Establishing a company in Vietnam is the first step to legalize business activities, expand markets and build a professional brand. However, many individuals and businesses still have difficulty accessing the legal process, related costs, and factors that need to be kept in mind for smooth operations.
Procedures for opening a company in Vietnam
To establish a company, the registrant first needs to prepare legal documents including: Business registration application, company charter, list of members/shareholders (if any), copies of identification papers or passports of the legal representative and members. Applications will be submitted online via the National Business Registration Portal or directly at the Department of Planning and Investment.

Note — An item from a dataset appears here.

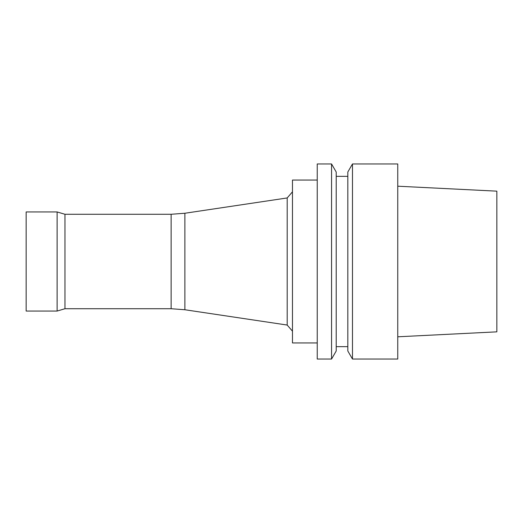 <?xml version="1.0" encoding="UTF-8"?>
<svg xmlns="http://www.w3.org/2000/svg" width="523" height="523" viewBox="0 0 523 523"><rect width="100%" height="100%" fill="white"/><g stroke="black" fill="none" stroke-linecap="round" stroke-linejoin="round"><path stroke-width="0.78" d="M397.755 359.046L397.755 163.954L352.476 163.954L352.476 359.046L397.755 359.046M352.476 359.046L347.821 350.985L347.821 172.015L352.476 163.954M336.211 346.657L347.821 346.657M336.211 350.985L336.211 172.015L331.556 163.954L331.556 359.046L336.211 350.985M331.556 359.046L317.239 359.046L317.239 163.954L331.556 163.954M317.239 342.944L292.468 342.944L292.468 180.056L317.239 180.056M171.132 308.727L171.132 214.273L64.963 214.273L64.963 308.727L171.132 308.727L184.874 309.747L287.192 325.051L287.192 197.949L292.468 191.823M287.192 325.051L292.468 331.177M184.874 309.747L184.874 213.253L287.192 197.949M64.963 308.727L57.118 311.048L57.118 211.952L64.963 214.273M57.118 311.048L26.15 311.048L26.15 211.952L57.118 211.952M397.755 336.799L496.85 331.844L496.85 191.156L397.755 186.201M336.211 176.343L347.821 176.343M171.132 214.273L184.874 213.253"/></g></svg>

After receiving the Business Registration Certificate, the business needs to engrave the seal, register the seal sample, open a bank account, submit a notice of invoice use and register for initial tax. The time to complete the entire procedure is usually 5–7 working days, if the documents are complete and not returned for supplementation.
Cost of establishing a company
The cost of opening a company in Vietnam depends on the type of business (Limited LLC, joint stock, etc.), location of operations and need to use legal support services. Fixed state fees include business registration fees (50,000 – 100,000 VND), seal engraving (300,000 – 500,000 VND) and business information disclosure fees (100,000 VND).
In addition, businesses may need costs for renting an office, purchasing digital signatures, electronic invoice software and initial accounting and legal services. The average total cost to establish and operate a company in the first month ranges from 5–15 million VND depending on the scale and field of activity.
Important notes when opening a company
One of the common mistakes when opening a company in Vietnam is choosing the wrong type of business or not clearly defining the appropriate business line. This can lead to difficulties in expanding operations, applying for sublicenses, or raising capital later. Therefore, you need to carefully consider your business goals and development strategy before registering.
In addition, failure to comply with tax, accounting and periodic reporting obligations can cause businesses to be subject to administrative sanctions or lose reputation in the eyes of partners. To ensure legal and effective operations, businesses should seek support from professional consulting units right from the document preparation stage.
Opening a company in Vietnam is not too complicated, but requires caution and certain legal understanding. Careful preparation of procedures, cost estimates and building a solid legal foundation will help businesses get off to a smooth start and develop sustainably in the market.